Extracted data entries
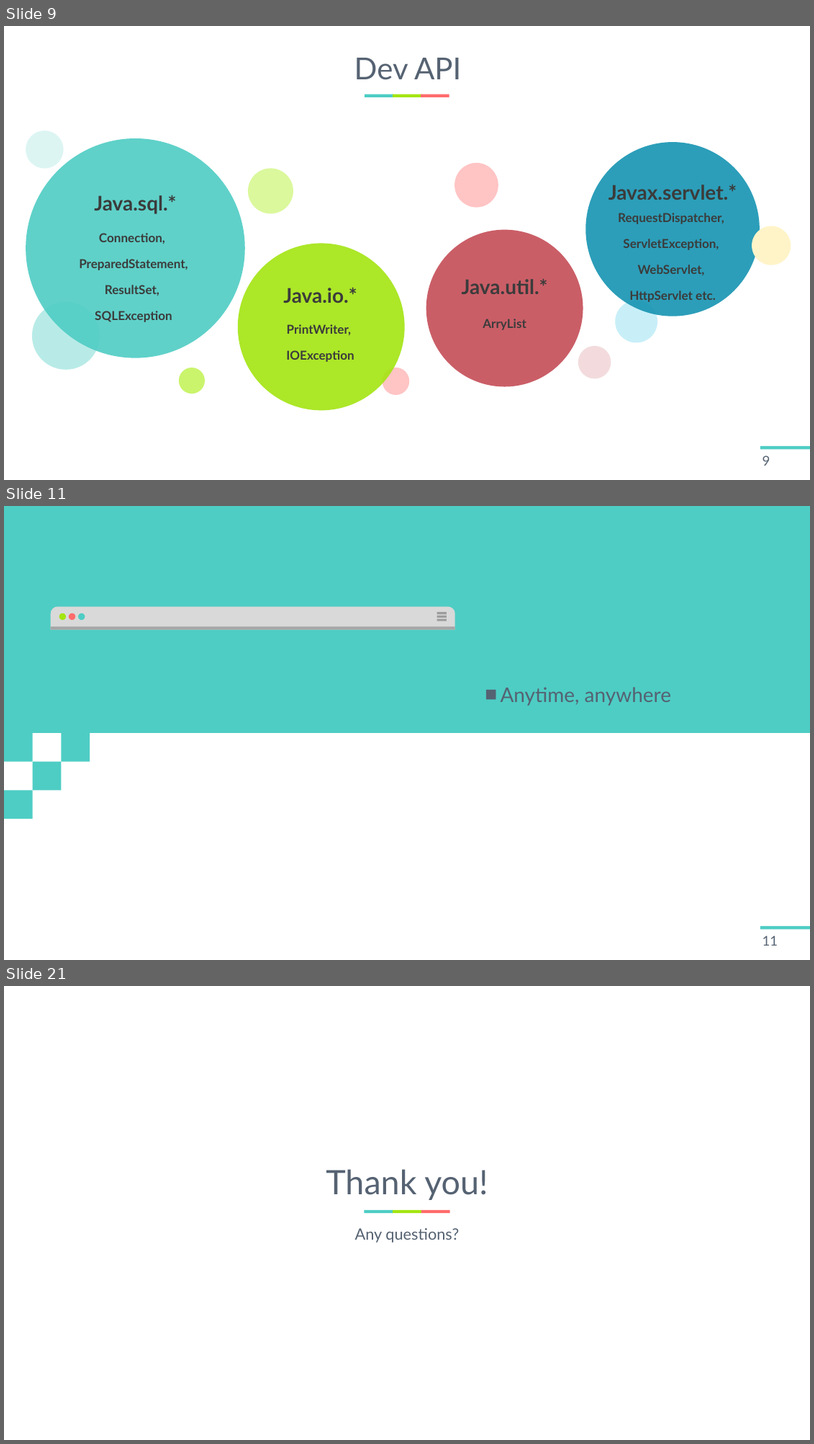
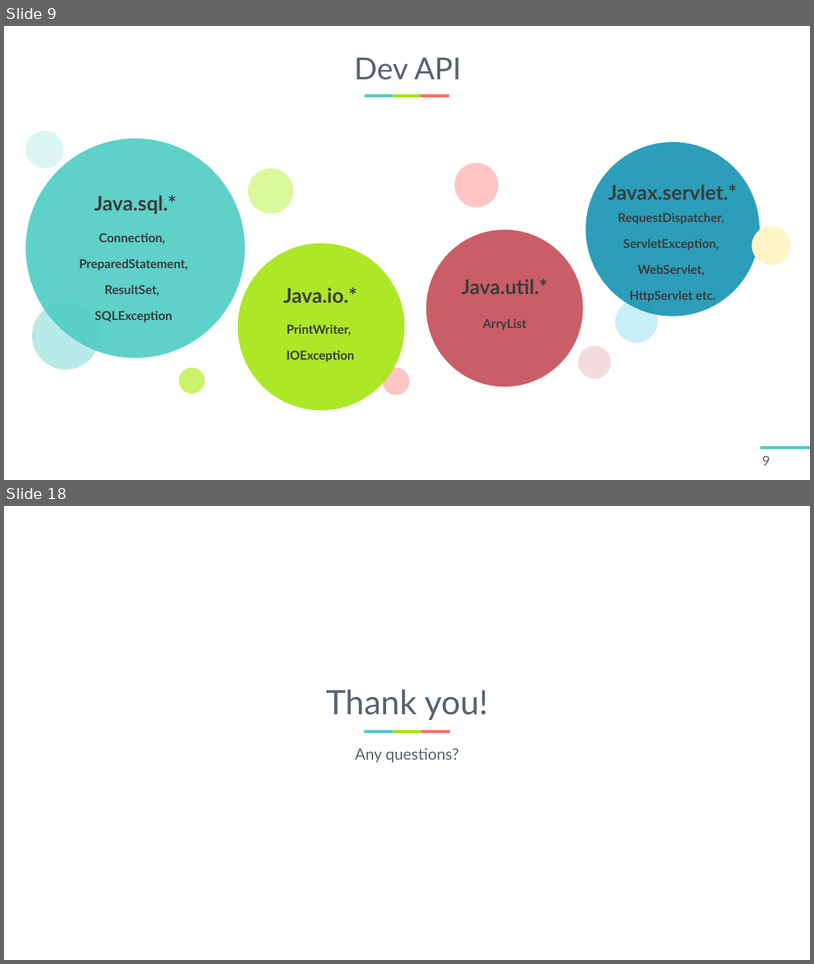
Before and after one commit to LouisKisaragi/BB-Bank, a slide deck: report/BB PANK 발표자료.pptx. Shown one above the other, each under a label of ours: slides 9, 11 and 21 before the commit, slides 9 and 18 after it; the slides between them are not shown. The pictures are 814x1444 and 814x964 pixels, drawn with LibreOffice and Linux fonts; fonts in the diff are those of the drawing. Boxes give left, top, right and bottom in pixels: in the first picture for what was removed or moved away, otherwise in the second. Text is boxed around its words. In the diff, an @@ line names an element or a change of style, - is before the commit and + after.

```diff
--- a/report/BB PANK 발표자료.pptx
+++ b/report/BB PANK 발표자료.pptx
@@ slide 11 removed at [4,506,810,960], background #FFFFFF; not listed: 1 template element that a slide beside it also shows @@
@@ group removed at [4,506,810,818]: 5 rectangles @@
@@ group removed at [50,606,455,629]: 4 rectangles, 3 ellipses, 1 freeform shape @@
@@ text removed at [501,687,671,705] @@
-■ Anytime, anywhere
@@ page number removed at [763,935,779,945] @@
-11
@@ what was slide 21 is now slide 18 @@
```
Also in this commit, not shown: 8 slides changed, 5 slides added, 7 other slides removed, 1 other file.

● THE PROBLEM
Return the records above in their entirety, word for word, with the pictures removed.

● RESULT
Before and after one commit to LouisKisaragi/BB-Bank, a slide deck: report/BB PANK 발표자료.pptx. Shown one above the other, each under a label of ours: slides 9, 11 and 21 before the commit, slides 9 and 18 after it; the slides between them are not shown. The pictures are 814x1444 and 814x964 pixels, drawn with LibreOffice and Linux fonts; fonts in the diff are those of the drawing. Boxes give left, top, right and bottom in pixels: in the first picture for what was removed or moved away, otherwise in the second. Text is boxed around its words. In the diff, an @@ line names an element or a change of style, - is before the commit and + after.

```diff
--- a/report/BB PANK 발표자료.pptx
+++ b/report/BB PANK 발표자료.pptx
@@ slide 11 removed at [4,506,810,960], background #FFFFFF; not listed: 1 template element that a slide beside it also shows @@
@@ group removed at [4,506,810,818]: 5 rectangles @@
@@ group removed at [50,606,455,629]: 4 rectangles, 3 ellipses, 1 freeform shape @@
@@ text removed at [501,687,671,705] @@
-■ Anytime, anywhere
@@ page number removed at [763,935,779,945] @@
-11
@@ what was slide 21 is now slide 18 @@
```
Also in this commit, not shown: 8 slides changed, 5 slides added, 7 other slides removed, 1 other file.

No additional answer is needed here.